Singing the Land, Signing the Land

A WATERY EXERCISE

There is a lot of messing about in boats in the Laynhapuy (NE Arnhemland). In that part of Australia, knowing about boats (and crocodiles, as we shall see in the next exhibit) is an important part of living within either of the two cultural traditions which flow together in ganma. Sharing one's knowledge of boats (and crocodiles) involves talking and perhaps writing about them. In this exercise your task is to look at two sentences relating to boats in order to identify some issues that arise in addressing the question of how language relates to reality.

We shall be looking at categories set up in using Yolngu matha (language), spoken by the Yolngu people, and comparing these categories with those set up in using English. Investigating the structures and categories of a language other than your own tells you something about the conceptual world which speakers of that other language inhabit. It can also increase your understanding of the conceptual world in which you yourself live. You will find that you have another place to stand in order to examine the nature of your own world and how it came to be.

Portraits of africa

2.1

This African picture has been chosen for our linguistic exercise to eliminate the possible cultural distraction of an Australian example. Photograph: Mohamed Amin.

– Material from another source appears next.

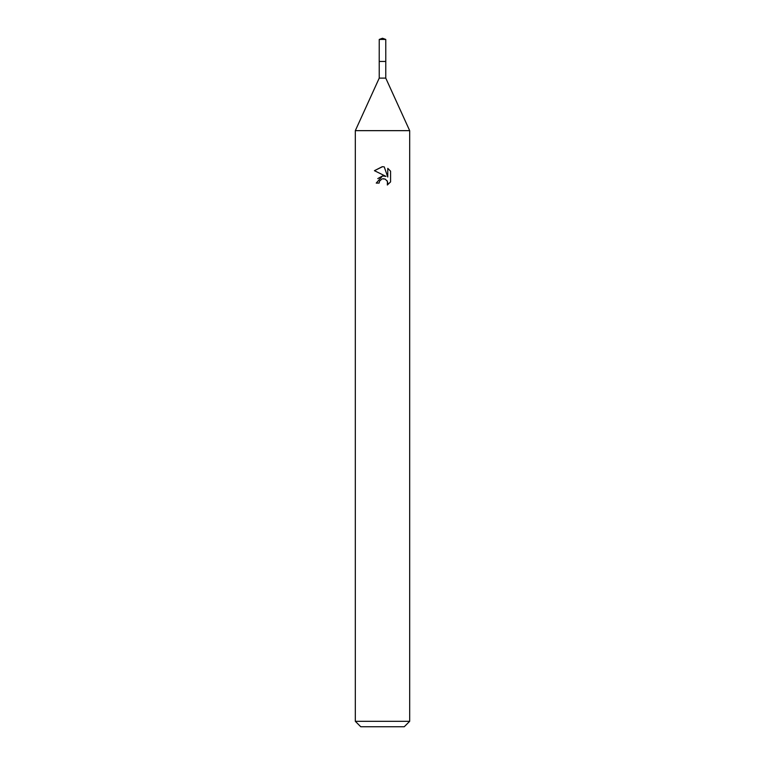 <?xml version="1.0" encoding="UTF-8"?>
<svg xmlns="http://www.w3.org/2000/svg" width="765" height="765" viewBox="0 0 765 765"><rect width="100%" height="100%" fill="white"/><g stroke="black" fill="none" stroke-linecap="round" stroke-linejoin="round"><path stroke-width="1.15" d="M385.761 78.107L379.239 78.107L379.23 61.439L385.77 61.439L385.761 78.107L409.677 130.652L409.677 721.319L355.323 721.319L360.755 726.75L404.245 726.75L409.677 721.319M379.239 78.107L355.323 130.652L409.677 130.652M379.105 183.093L379.564 181.123L379.105 183.093L376.246 183.093L382.5 175.95L385.962 176.371L374.429 170.681L382.5 166.703L384.25 166.894L387.779 177.04L387.779 168.348L390.571 171.178L390.58 181.898L387.329 185.006L387.453 181.401L385.111 179.058L382.5 178.828L383.81 178.742M387.033 180.626L387.788 183.065L387.329 185.006L390.571 181.898M385.962 176.371L384.527 175.988M382.529 175.95L377.776 178.618M381.821 179.039L379.564 181.123M390.571 171.178L387.779 168.348M384.25 166.894L382.682 166.713M382.232 166.703L374.429 170.681M382.5 38.25L385.761 39.436L385.78 61.439L379.22 61.439L379.239 39.436L382.5 38.25M379.239 39.436L385.761 39.436M355.323 130.652L355.323 721.319"/></g></svg>
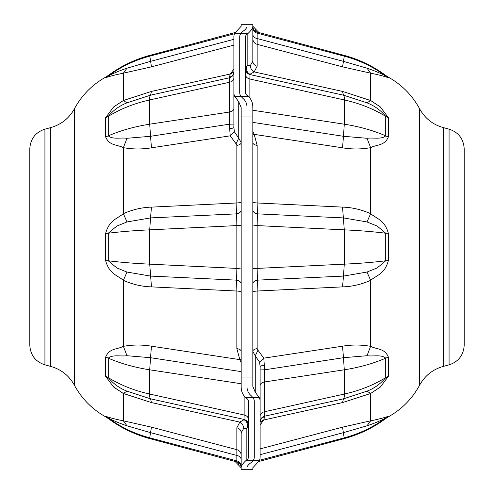 <?xml version="1.0" encoding="UTF-8"?>
<svg xmlns="http://www.w3.org/2000/svg" width="494" height="494" viewBox="0 0 494 494"><rect width="100%" height="100%" fill="white"/><g stroke="black" fill="none" stroke-linecap="round" stroke-linejoin="round"><path stroke-width="0.74" d="M449.071 129.144C458.549 132.312 463.594 138.882 464.199 148.855L464.199 345.145C463.594 355.118 458.549 361.688 449.071 364.856L443.235 366.418L443.235 127.582L449.071 129.144L449.071 364.856M252.829 34.487C253.027 36.63 254.546 38.001 257.386 38.606L343.472 61.361L344.287 56.174C359.366 60.2 373.174 66.814 385.709 76.014L385.709 75.459C373.168 66.159 359.36 59.478 344.287 55.408L344.287 56.174L257.152 33.129L257.152 44.33L342.54 66.844L370.63 73.18C377.78 74.606 383.69 76.119 388.352 77.712A23.323 23.249 -0 0 1 385.709 76.014C380.713 73.322 374.483 70.716 367.011 68.191L370.63 73.18L370.63 100.517L380.337 106.951L388.352 117.646A23.323 17.765 -0 0 1 385.709 116.349C373.174 108.742 359.366 103.271 344.287 99.942L249.865 79.015L249.995 74.261C246.846 72.525 245.901 69.716 247.161 65.819L250.514 65.257L252.829 61.299L252.829 24.7L247 24.7L247 26.25C247.019 27.664 245.666 29.362 242.949 31.35L240.961 33.24L242.949 31.35C245.666 29.362 247.019 27.664 247 26.25L247 24.7L241.171 24.7L241.171 26.25L234.687 33.24L248.241 33.24C251.353 30.307 252.879 27.973 252.829 26.25L258.961 32.542M367.011 138.277L370.63 147.663C376.848 144.396 384.622 145.946 388.352 136.943A23.323 15.116 -0 0 1 385.709 135.844C373.174 130.435 359.366 126.55 344.287 124.192L343.472 136.301L367.011 138.277C373.588 137.418 381.609 139.629 385.709 135.844L385.709 116.349C380.707 110.261 374.471 105.759 367.011 102.851L370.63 100.517L342.54 91.415L254.175 71.902L257.152 66.208A5.829 5.082 0 0 1 252.829 61.299L252.829 61.299M252.829 284.069C253.027 282.025 254.546 280.716 257.386 280.141L257.152 268.415L344.287 264.148L343.472 276.084L367.011 272.052L370.63 280.339C376.848 275.022 384.622 274.244 388.352 260.647A23.323 1.877 -0 0 0 385.709 260.789L385.709 233.217C373.174 231.661 359.366 230.537 344.287 229.852L257.152 225.585L257.386 213.859L343.472 217.916L367.011 221.948L377.206 226.079L385.709 233.211L388.352 233.353C384.616 219.737 376.842 218.978 370.63 213.661C361.336 209.567 351.975 207.387 342.54 207.122L257.152 202.972L257.386 213.859C254.546 213.285 253.027 211.975 252.829 209.931M342.54 66.844L343.472 61.361L367.011 68.191M245.543 68.919C245.734 71.877 247.253 73.773 250.1 74.606L343.472 95.169L367.011 102.851M252.829 131.25L254.175 134.368L342.54 147.811C351.975 149.392 361.336 149.342 370.63 147.663L370.63 213.661L367.011 221.948M252.829 110.255L344.287 124.192L344.287 99.942C344.374 97.059 344.102 95.466 343.472 95.169L342.54 91.415M250.514 65.257C250.285 68.086 251.508 70.302 254.175 71.902L249.995 74.261A5.829 5.749 180 0 1 245.543 68.672L247.161 65.819L247.161 34.105A20.408 14.431 0 0 0 248.241 33.24M252.829 201.78C253.002 202.386 254.447 202.781 257.152 202.972L257.152 145.384L254.175 134.368L252.829 134.671M257.152 145.384C254.447 144.94 253.002 144.02 252.829 142.624M367.011 272.052L377.212 267.921L385.709 260.789C373.174 262.339 359.366 263.463 344.287 264.148L344.287 229.852L342.54 207.122M342.54 286.878L343.472 276.084L257.386 280.141L257.152 291.028L342.54 286.878C351.975 286.613 361.336 284.433 370.63 280.339L370.63 346.337C361.33 344.658 351.969 344.608 342.54 346.189L263.771 358.169L257.961 350.227L255.262 355.89L255.262 392.255L259.313 397.664L253.039 397.664L251.051 395.583C248.334 393.298 246.981 390.248 247 386.425C246.981 390.248 248.334 393.298 251.051 395.583L253.039 397.664A11.665 8.244 180 0 1 254.287 401.381A11.665 8.244 180 0 0 253.039 397.664L245.759 397.664C242.647 394.848 241.121 391.1 241.171 386.425L241.171 107.575L238.738 101.745L234.687 96.336L240.961 96.336L242.949 98.417L240.961 96.336A11.665 8.244 0 0 1 239.714 92.619A11.665 8.244 0 0 0 240.961 96.336L248.241 96.336C251.353 99.152 252.879 102.9 252.829 107.575L252.829 386.425L255.262 392.255M260.122 424.883L263.771 419.98L264.679 416.183L264.438 411.761L344.287 394.058C344.374 396.941 344.102 398.535 343.472 398.831L367.011 391.149C374.483 388.235 380.713 383.733 385.709 377.651L385.709 358.156C381.596 354.371 373.581 356.582 367.011 355.723L370.63 346.337C376.842 349.598 384.616 348.048 388.352 357.057L385.709 358.156C373.174 363.565 359.366 367.45 344.287 369.808L264.438 381.973L264.679 369.802L263.771 358.169L259.616 362.195L255.262 355.89L252.829 351.382A5.829 2.859 0 0 1 257.152 348.616L257.961 350.227M260.128 422.024L263.771 419.98L342.54 402.585L370.63 393.483L380.343 387.043L388.352 376.354L385.709 377.651C373.174 385.258 359.366 390.729 344.287 394.058L344.287 369.808L343.472 357.699L367.011 355.723M260.122 448.885L342.54 427.156L370.63 420.82L370.63 393.483L367.011 391.149M388.352 416.288L388.352 416.837L385.709 418.541L385.709 417.986C380.707 420.678 374.471 423.29 367.011 425.809L370.63 420.82C377.774 419.394 383.684 417.887 388.352 416.288L385.709 417.986C373.174 427.187 359.366 433.8 344.287 437.826L259.523 460.241M264.543 365.393C261.777 365.579 260.301 365.992 260.122 366.616L260.122 401.381A17.494 12.369 180 0 0 259.313 397.664M259.616 362.195L260.122 366.616M342.54 346.189L343.472 357.699L264.679 369.802L260.122 369.938M260.122 416.115A5.829 4.508 0 0 1 264.438 411.761L264.438 381.973C261.734 382.547 260.295 383.739 260.122 385.542L260.122 409.532M342.54 402.585L343.472 398.831L264.679 416.183C261.832 417.022 260.313 418.918 260.122 421.876M264.543 416.751C261.777 417.609 260.301 419.449 260.122 422.277L260.14 421.796M260.122 454.671L343.472 432.639L367.011 425.809M248.241 96.336A20.408 14.431 180 0 0 247.161 95.472A5.829 4.125 0 0 1 245.543 92.619L245.543 36.957A5.829 4.125 180 0 1 247.161 34.105M247 107.575C247.019 103.752 245.666 100.702 242.949 98.417C245.666 100.702 247.019 103.752 247 107.575L247 386.425L247 107.575M239.714 36.957A11.665 8.244 180 0 1 240.961 33.24A11.665 8.244 180 0 0 239.714 36.957L239.714 92.619L239.714 36.957M260.122 401.381L260.122 457.043A17.494 12.369 0 0 1 259.313 460.76L253.039 460.76L251.051 462.65C248.334 464.638 246.981 466.336 247 467.75C246.981 466.336 248.334 464.638 251.051 462.65L253.039 460.76L245.759 460.76C242.647 463.693 241.121 466.027 241.171 467.75L241.171 469.3L247 469.3L247 467.75L247 469.3L252.829 469.3L252.829 467.75L259.313 460.76M254.287 457.043A11.665 8.244 0 0 1 253.039 460.76A11.665 8.244 0 0 0 254.287 457.043L254.287 401.381L254.287 457.043M252.829 26.25L252.829 24.7M44.929 364.856C35.451 361.688 30.406 355.118 29.801 345.145L29.801 148.855C30.406 138.882 35.451 132.312 44.929 129.144L50.765 127.582L50.765 366.418L44.929 364.856L44.929 129.144M241.171 459.513C240.973 457.37 239.454 455.999 236.614 455.394L150.528 432.639L149.713 437.826C134.634 433.8 120.826 427.187 108.291 417.986L108.291 418.541C120.832 427.841 134.64 434.522 149.713 438.592L149.713 437.826L236.848 460.871L236.848 449.67L151.46 427.156L123.37 420.82C116.22 419.394 110.31 417.881 105.648 416.288A23.323 23.249 180 0 1 108.291 417.986C113.287 420.678 119.517 423.284 126.989 425.809L123.37 420.82L123.37 393.483L113.663 387.049L105.648 376.354A23.323 17.765 180 0 1 108.291 377.651C120.826 385.258 134.634 390.729 149.713 394.058L244.135 414.985L244.005 419.739C247.154 421.475 248.099 424.284 246.839 428.181L243.486 428.743L241.171 432.701L241.171 467.75L235.039 461.458M126.989 355.723L123.37 346.337C117.152 349.604 109.378 348.054 105.648 357.057A23.323 15.116 180 0 1 108.291 358.156C120.826 363.565 134.634 367.45 149.713 369.808L150.528 357.699L126.989 355.723C120.413 356.582 112.391 354.371 108.291 358.156L108.291 377.651C113.293 383.739 119.529 388.241 126.989 391.149L123.37 393.483L151.46 402.585L239.825 422.098L236.848 427.792A5.829 5.082 180 0 1 241.171 432.701L241.171 432.701M241.171 209.931C240.973 211.975 239.454 213.285 236.614 213.859L236.848 225.585L149.713 229.852L150.528 217.916L126.989 221.948L123.37 213.661C117.152 218.978 109.378 219.756 105.648 233.353A23.323 1.877 180 0 0 108.291 233.211L108.291 260.783C120.826 262.339 134.634 263.463 149.713 264.148L236.848 268.415L236.614 280.141L150.528 276.084L126.989 272.052L116.794 267.921L108.291 260.789L105.648 260.647C109.384 274.263 117.158 275.022 123.37 280.339C132.664 284.433 142.025 286.613 151.46 286.878L236.848 291.028L236.614 280.141C239.454 280.716 240.973 282.025 241.171 284.069M151.46 427.156L150.528 432.639L126.989 425.809M248.457 425.081C248.266 422.123 246.747 420.227 243.9 419.394L150.528 398.831L126.989 391.149M241.171 362.75L239.825 359.632L151.46 346.189C142.025 344.608 132.664 344.658 123.37 346.337L123.37 280.339L126.989 272.052M241.171 383.745L149.713 369.808L149.713 394.058C149.626 396.941 149.898 398.535 150.528 398.831L151.46 402.585M243.486 428.743C243.715 425.914 242.492 423.698 239.825 422.098L244.005 419.739A5.829 5.749 -0 0 1 248.457 425.328L246.839 428.181L246.839 459.895A20.408 14.431 180 0 0 245.759 460.76M241.171 292.22C240.998 291.614 239.553 291.219 236.848 291.028L236.848 348.616L239.825 359.632L241.171 359.329M236.848 348.616C239.553 349.06 240.998 349.98 241.171 351.376M126.989 221.948L116.788 226.079L108.291 233.211C120.826 231.661 134.634 230.537 149.713 229.852L149.713 264.148L151.46 286.878M151.46 207.122L150.528 217.916L236.614 213.859L236.848 202.972L151.46 207.122C142.025 207.387 132.664 209.567 123.37 213.661L123.37 147.663C132.67 149.342 142.031 149.392 151.46 147.811L230.229 135.831L236.039 143.773L238.738 138.11L238.738 101.745M233.878 69.117L230.229 74.02L229.321 77.817L229.562 82.239L149.713 99.942C149.626 97.059 149.898 95.466 150.528 95.169L126.989 102.851C119.517 105.765 113.287 110.267 108.291 116.349L108.291 135.844C112.404 139.629 120.419 137.418 126.989 138.277L123.37 147.663C117.158 144.402 109.384 145.952 105.648 136.943L108.291 135.844C120.826 130.435 134.634 126.55 149.713 124.192L229.562 112.027L229.321 124.198L230.229 135.831L234.384 131.805L238.738 138.11L241.171 142.618A5.829 2.859 180 0 1 236.848 145.384L236.039 143.773M233.872 71.976L230.229 74.02L151.46 91.415L123.37 100.517L113.657 106.957L105.648 117.646L108.291 116.349C120.826 108.742 134.634 103.271 149.713 99.942L149.713 124.192L150.528 136.301L126.989 138.277M233.878 45.115L151.46 66.844L123.37 73.18L123.37 100.517L126.989 102.851M105.648 77.712L105.648 77.163L108.291 75.459L108.291 76.014C113.293 73.322 119.529 70.71 126.989 68.191L123.37 73.18C116.226 74.606 110.316 76.113 105.648 77.712L108.291 76.014C120.826 66.814 134.634 60.2 149.713 56.174L234.477 33.759M229.457 128.607C232.223 128.421 233.699 128.008 233.878 127.384L233.878 92.619A17.494 12.369 0 0 0 234.687 96.336M234.384 131.805L233.878 127.384M151.46 147.811L150.528 136.301L229.321 124.198L233.878 124.062M233.878 77.885A5.829 4.508 180 0 1 229.562 82.239L229.562 112.027C232.266 111.453 233.705 110.261 233.878 108.458L233.878 84.468M151.46 91.415L150.528 95.169L229.321 77.817C232.168 76.978 233.687 75.082 233.878 72.124M229.457 77.249C232.223 76.391 233.699 74.551 233.878 71.723L233.86 72.204M233.878 39.329L150.528 61.361L126.989 68.191M245.759 397.664A20.408 14.431 0 0 0 246.839 398.528A5.829 4.125 180 0 1 248.457 401.381L248.457 457.043A5.829 4.125 0 0 1 246.839 459.895M233.878 92.619L233.878 36.957A17.494 12.369 180 0 1 234.687 33.24M241.171 467.75L241.171 469.3M443.235 127.582C432.793 124.599 424.926 118.362 419.641 108.871L419.641 385.129C424.926 375.638 432.793 369.401 443.235 366.418M419.641 108.871C412.262 95.293 401.832 84.721 388.352 77.163L388.352 77.712M388.352 117.646L388.352 136.943M388.352 233.353L388.352 260.647M252.829 27.522A5.829 5.805 0 0 0 257.152 33.129L257.152 32.061C254.447 31.153 253.002 29.276 252.829 26.429M257.152 66.208L257.152 44.33C254.447 43.447 253.002 41.613 252.829 38.828M252.829 122.376L343.472 136.301L342.54 147.811M249.865 98.022L249.865 79.015C247.154 78.311 245.716 76.86 245.543 74.65M252.829 268.977A5.829 0.58 0 0 1 257.152 268.415L257.152 225.585L252.829 225.023M257.152 348.616L257.152 291.028C254.447 291.219 253.002 291.614 252.829 292.22M385.709 418.541C373.168 427.841 359.36 434.522 344.287 438.592L342.54 427.156M388.352 357.057L388.352 376.354M252.829 116.948L241.171 116.948M252.829 377.052L241.171 377.052M255.262 28.979L255.262 31.165M50.765 366.418C61.207 369.401 69.074 375.638 74.359 385.129L74.359 108.871C69.074 118.362 61.207 124.599 50.765 127.582M74.359 385.129C81.738 398.707 92.168 409.279 105.648 416.837L105.648 416.288M105.648 376.354L105.648 357.057M105.648 260.647L105.648 233.353M241.171 466.478A5.829 5.805 180 0 0 236.848 460.871L236.848 461.939C239.553 462.847 240.998 464.724 241.171 467.571M236.848 427.792L236.848 449.67C239.553 450.553 240.998 452.387 241.171 455.172M241.171 371.624L150.528 357.699L151.46 346.189M244.135 395.978L244.135 414.985C246.846 415.689 248.284 417.14 248.457 419.35M241.171 225.023A5.829 0.58 180 0 1 236.848 225.585L236.848 268.415L241.171 268.977M236.848 145.384L236.848 202.972C239.553 202.781 240.998 202.386 241.171 201.78M108.291 75.459C120.832 66.159 134.64 59.478 149.713 55.408L151.46 66.844M105.648 136.943L105.648 117.646M238.738 465.021L238.738 462.835M385.709 75.459L388.352 77.163M344.287 55.408L257.152 32.061M344.287 438.592L258.961 461.458M388.352 416.837C401.832 409.279 412.262 398.707 419.641 385.129M108.291 418.541L105.648 416.837M149.713 438.592L236.848 461.939M149.713 55.408L235.039 32.542M105.648 77.163C92.168 84.721 81.738 95.293 74.359 108.871"/></g></svg>

Now look carefully at ITEM 2.1. The picture is taken from a book called Portraits of Africa (Harvill Press, London, 1983). Imagine two Australian girls studying the picture. One of them, Binmila, is a native speaker of the Yolngu language, but also a competent speaker of English. We have asked her to speak Yolngu malha in replying to the question which follows. The other girl, Ruth, is a native speaker of English. We invite them both to 'describe what you see here'. Ruth replies: 'Canoes are lying on a beach'. Binmila says: 'Rangi-ngura nyeka lipalipa'. A close English translation of her statement would be something like 'Beach-on staying canoe'. Let us look behind these descriptions of the scene we see in that picture.

In the English sentence, 'Canoes' is the subject and 'are lying on the beach' is the predicate. We can say that English speakers talk of objects which are characterised by being separated in space. 'A canoe', 'the canoes' or just 'canoes' might be the subject of a simple sentence about such things as we see pictured here. These words assume, or countenance, separate spatially defined units and note that they occur in collections of one or more.

In the Yolngu malha statement, the type of elements involved are indicated by rangi and lipalipa (beach-type and canoe-type elements respectively). The suffix -ngura is one of many suffixes in Yolngu malha which, when joined to another term, name the relation between elements in a scene. The subject of the sentence is the suffixed term rangingura. What is being talked about here is a spatial relation ('beach-on') between elements of the world. Thus, 'beach-on-ness' or 'beach-at-ness' is the subject of the sentence. The term nyeka implies 'sitting at or staying at a place'. In a sense it tells us something about the nature of the -ngura (the 'on-ness', or 'at-ness').

This analysis would seem to indicate that Yolngu matha speakers and English language speakers refer to the world using different types of categories. At the very least, we can say that what we foreground when we speak the Yolngu language is different from that which we foreground when we speak English. In English, we start with separate things in nature which may often have a separate focus as subjects of sentences. Reference to spatial location and relatedness to the world must be confined to the predicate. In Yolgnu matha the subject of each sentence both names the thing and points to its relatedness. That is to say, the Yolgnu start with the view that the world is a related whole, and when constructing sentences they focus on particular relations.